■ **WHAT TO PRODUCE**: The stretch from the line with "Layers edited between" through the line with "top=28, right=128, bottom=100" in the records below: write it out exactly, and nothing else.

■ **RECORDS SHOWN**:
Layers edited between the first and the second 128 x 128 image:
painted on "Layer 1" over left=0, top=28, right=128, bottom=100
==
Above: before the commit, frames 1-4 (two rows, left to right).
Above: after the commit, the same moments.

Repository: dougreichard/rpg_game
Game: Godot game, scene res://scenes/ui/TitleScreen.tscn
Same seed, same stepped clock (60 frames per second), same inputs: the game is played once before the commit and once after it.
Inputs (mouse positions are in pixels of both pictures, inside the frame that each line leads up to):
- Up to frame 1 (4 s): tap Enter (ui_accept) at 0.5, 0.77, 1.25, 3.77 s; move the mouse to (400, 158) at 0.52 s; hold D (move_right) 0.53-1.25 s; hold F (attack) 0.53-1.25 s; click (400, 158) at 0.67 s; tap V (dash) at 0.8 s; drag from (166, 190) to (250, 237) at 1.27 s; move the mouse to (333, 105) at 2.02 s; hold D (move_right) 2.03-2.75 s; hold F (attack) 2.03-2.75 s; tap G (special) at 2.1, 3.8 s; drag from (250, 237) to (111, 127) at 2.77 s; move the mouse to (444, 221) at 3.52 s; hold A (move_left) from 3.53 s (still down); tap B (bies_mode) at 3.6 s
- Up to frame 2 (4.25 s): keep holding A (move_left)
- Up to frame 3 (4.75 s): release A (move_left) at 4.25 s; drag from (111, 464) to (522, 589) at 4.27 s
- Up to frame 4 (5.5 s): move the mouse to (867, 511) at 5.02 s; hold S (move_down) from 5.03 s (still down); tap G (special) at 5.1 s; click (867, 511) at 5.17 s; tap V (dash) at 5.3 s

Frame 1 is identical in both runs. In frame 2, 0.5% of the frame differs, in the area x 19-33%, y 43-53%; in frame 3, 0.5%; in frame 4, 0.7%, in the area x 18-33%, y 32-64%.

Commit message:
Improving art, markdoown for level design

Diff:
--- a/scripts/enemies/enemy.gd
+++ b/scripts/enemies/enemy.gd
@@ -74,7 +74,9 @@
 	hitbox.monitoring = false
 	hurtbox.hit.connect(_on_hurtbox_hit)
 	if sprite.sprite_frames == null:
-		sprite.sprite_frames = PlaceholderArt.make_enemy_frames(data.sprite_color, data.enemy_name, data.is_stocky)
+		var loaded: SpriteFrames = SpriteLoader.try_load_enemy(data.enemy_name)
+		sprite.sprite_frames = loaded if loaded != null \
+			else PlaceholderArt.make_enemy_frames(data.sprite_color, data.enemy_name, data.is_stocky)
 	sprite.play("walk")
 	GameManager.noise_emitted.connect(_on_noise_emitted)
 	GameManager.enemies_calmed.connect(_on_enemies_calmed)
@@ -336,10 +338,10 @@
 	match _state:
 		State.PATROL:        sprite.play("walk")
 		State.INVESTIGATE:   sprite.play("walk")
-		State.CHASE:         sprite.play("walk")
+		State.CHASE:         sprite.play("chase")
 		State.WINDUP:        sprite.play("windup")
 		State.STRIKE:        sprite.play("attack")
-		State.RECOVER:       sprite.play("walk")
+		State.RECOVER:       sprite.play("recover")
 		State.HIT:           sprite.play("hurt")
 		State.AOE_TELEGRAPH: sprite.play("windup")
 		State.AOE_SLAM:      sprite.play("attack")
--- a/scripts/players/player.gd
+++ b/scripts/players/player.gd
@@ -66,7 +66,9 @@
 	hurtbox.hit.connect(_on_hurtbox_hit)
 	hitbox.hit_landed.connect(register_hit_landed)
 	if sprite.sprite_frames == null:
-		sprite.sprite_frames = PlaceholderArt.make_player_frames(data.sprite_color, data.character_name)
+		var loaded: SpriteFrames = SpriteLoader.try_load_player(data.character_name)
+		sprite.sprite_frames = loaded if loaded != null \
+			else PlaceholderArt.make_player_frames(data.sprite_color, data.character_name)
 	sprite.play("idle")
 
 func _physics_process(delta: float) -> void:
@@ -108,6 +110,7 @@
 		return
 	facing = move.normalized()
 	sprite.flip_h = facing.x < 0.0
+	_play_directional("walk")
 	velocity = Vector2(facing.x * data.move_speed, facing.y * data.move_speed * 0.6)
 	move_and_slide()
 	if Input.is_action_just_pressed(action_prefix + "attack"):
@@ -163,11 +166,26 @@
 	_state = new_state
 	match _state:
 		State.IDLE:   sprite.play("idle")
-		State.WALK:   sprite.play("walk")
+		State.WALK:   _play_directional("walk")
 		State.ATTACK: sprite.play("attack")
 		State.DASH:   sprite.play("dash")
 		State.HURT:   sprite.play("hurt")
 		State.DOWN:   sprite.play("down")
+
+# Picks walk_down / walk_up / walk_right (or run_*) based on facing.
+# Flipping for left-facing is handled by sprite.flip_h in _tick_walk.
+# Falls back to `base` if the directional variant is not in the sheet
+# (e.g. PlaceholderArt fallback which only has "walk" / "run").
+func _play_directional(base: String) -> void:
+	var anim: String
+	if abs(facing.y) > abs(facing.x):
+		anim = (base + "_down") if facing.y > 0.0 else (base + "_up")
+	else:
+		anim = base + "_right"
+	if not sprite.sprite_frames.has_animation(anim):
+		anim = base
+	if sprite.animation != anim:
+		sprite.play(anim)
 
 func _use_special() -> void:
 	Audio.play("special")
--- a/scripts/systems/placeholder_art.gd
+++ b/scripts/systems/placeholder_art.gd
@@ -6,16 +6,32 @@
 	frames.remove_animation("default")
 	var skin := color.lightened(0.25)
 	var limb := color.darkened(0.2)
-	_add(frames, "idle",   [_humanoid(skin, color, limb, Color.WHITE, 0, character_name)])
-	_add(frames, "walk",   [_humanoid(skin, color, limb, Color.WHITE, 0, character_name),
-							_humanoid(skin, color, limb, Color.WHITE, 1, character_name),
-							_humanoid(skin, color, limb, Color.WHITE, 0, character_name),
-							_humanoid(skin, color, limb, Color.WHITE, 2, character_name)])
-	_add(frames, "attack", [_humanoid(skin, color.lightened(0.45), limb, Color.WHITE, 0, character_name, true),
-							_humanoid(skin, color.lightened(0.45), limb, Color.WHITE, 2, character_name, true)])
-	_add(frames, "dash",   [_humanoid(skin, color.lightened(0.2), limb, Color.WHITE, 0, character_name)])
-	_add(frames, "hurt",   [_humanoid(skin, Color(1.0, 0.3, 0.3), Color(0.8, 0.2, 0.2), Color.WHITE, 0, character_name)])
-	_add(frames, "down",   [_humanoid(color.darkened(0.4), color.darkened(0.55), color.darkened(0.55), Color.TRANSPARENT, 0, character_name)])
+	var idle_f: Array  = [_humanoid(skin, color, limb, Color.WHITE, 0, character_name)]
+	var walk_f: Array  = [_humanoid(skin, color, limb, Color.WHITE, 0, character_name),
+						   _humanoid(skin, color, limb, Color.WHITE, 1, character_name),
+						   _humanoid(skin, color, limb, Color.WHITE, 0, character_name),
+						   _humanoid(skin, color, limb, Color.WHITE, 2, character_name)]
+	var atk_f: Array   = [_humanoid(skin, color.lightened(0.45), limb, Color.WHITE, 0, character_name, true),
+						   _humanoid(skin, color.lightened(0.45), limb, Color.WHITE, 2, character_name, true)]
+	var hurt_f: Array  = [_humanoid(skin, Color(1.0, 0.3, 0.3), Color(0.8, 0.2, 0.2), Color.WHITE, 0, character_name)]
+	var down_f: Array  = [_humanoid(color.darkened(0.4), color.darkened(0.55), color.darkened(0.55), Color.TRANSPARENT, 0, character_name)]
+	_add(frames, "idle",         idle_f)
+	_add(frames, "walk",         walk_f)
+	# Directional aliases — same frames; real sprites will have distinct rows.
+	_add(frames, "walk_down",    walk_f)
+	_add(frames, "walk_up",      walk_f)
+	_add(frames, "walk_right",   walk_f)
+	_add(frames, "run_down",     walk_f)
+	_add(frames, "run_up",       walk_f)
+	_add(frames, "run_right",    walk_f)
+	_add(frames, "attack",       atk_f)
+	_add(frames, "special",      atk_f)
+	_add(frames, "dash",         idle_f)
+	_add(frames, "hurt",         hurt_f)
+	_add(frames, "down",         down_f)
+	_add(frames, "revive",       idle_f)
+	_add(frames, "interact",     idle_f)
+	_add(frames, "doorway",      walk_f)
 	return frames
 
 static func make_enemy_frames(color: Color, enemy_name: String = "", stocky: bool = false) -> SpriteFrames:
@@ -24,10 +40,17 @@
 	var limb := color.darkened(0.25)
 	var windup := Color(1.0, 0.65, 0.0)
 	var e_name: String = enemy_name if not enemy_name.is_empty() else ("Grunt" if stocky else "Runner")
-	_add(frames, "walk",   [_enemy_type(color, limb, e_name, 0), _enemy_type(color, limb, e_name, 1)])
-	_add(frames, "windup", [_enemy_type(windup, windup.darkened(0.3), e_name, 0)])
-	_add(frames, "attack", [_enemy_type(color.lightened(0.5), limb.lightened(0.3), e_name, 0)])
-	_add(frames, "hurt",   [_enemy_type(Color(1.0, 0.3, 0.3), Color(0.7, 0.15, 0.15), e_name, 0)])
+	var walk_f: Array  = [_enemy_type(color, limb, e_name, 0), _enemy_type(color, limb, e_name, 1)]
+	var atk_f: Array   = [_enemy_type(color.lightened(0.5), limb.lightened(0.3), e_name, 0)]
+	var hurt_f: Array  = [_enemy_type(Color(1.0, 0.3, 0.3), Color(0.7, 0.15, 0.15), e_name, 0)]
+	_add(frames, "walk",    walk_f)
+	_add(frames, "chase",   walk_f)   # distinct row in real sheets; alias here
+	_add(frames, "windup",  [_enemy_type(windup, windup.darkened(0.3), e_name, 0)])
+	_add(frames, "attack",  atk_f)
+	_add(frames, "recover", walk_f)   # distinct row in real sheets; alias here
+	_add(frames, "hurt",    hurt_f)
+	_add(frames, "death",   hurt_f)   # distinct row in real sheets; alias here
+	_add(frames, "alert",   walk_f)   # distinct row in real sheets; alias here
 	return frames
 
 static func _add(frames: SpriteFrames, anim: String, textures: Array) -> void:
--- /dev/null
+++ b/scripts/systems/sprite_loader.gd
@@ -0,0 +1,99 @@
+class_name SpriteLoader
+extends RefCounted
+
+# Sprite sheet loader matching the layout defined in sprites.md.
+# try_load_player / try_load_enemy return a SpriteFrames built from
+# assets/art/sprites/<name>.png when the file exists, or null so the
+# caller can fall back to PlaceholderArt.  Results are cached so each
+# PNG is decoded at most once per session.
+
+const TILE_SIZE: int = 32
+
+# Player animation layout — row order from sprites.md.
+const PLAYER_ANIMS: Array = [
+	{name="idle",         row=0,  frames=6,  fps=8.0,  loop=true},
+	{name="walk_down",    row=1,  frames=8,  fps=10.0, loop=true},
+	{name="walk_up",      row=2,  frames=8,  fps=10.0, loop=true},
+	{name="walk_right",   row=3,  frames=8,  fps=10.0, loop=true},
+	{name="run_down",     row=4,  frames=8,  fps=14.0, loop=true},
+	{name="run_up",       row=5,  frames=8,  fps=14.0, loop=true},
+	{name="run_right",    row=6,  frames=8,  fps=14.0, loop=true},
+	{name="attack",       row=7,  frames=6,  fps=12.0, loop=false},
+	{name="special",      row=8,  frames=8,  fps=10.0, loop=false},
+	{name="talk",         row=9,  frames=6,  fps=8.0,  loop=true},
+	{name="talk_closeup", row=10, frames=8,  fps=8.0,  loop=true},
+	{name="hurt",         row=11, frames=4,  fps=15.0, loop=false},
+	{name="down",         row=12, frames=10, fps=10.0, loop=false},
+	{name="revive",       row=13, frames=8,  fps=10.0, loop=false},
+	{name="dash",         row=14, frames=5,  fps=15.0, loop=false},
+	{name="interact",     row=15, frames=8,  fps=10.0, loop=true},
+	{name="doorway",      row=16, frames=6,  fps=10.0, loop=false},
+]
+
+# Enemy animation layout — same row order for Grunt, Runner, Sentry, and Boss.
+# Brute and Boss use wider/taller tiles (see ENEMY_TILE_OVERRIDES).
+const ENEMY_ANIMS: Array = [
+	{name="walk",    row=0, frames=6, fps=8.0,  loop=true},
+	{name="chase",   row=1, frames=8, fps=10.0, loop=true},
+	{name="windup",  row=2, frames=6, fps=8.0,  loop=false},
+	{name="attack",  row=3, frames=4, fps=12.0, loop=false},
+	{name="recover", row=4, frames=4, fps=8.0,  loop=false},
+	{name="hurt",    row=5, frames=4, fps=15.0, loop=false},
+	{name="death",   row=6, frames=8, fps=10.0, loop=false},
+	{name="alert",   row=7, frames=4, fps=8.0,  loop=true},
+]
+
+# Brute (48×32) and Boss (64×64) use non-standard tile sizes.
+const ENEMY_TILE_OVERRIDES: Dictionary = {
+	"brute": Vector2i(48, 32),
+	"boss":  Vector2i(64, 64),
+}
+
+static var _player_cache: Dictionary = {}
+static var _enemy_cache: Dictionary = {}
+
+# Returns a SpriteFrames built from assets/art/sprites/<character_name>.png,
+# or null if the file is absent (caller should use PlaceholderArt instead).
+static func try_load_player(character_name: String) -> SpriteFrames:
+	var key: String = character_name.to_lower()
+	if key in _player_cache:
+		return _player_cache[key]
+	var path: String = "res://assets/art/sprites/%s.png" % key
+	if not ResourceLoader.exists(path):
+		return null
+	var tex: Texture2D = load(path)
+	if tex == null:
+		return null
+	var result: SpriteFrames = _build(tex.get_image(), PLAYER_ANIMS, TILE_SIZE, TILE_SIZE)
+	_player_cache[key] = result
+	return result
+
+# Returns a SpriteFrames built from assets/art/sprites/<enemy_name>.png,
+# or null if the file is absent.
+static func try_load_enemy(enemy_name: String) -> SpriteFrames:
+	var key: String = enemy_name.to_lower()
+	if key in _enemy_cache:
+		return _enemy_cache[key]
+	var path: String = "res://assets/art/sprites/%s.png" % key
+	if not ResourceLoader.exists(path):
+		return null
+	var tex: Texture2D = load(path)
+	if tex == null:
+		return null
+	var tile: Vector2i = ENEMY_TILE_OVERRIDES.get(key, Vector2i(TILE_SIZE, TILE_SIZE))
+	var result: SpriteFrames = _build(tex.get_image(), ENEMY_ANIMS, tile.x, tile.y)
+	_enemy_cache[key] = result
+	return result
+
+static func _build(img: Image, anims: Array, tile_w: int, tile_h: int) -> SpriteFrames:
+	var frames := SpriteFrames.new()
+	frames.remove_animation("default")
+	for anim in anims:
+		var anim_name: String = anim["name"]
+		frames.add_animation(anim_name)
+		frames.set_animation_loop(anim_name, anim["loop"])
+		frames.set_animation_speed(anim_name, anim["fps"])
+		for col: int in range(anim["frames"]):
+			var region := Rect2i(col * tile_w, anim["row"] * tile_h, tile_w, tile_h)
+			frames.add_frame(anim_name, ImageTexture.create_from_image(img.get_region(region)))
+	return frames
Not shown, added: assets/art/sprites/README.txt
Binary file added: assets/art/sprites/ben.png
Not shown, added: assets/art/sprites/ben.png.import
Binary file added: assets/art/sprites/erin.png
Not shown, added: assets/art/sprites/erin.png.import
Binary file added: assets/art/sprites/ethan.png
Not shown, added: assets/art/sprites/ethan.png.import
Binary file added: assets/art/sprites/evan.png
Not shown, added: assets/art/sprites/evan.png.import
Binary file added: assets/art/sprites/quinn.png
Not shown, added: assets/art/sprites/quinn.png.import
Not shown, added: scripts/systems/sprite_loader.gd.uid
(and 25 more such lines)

■ **EXPECTED ANSWER**:
Layers edited between the first and the second 128 x 128 image:
painted on "Layer 1" over left=0, top=28, right=128, bottom=100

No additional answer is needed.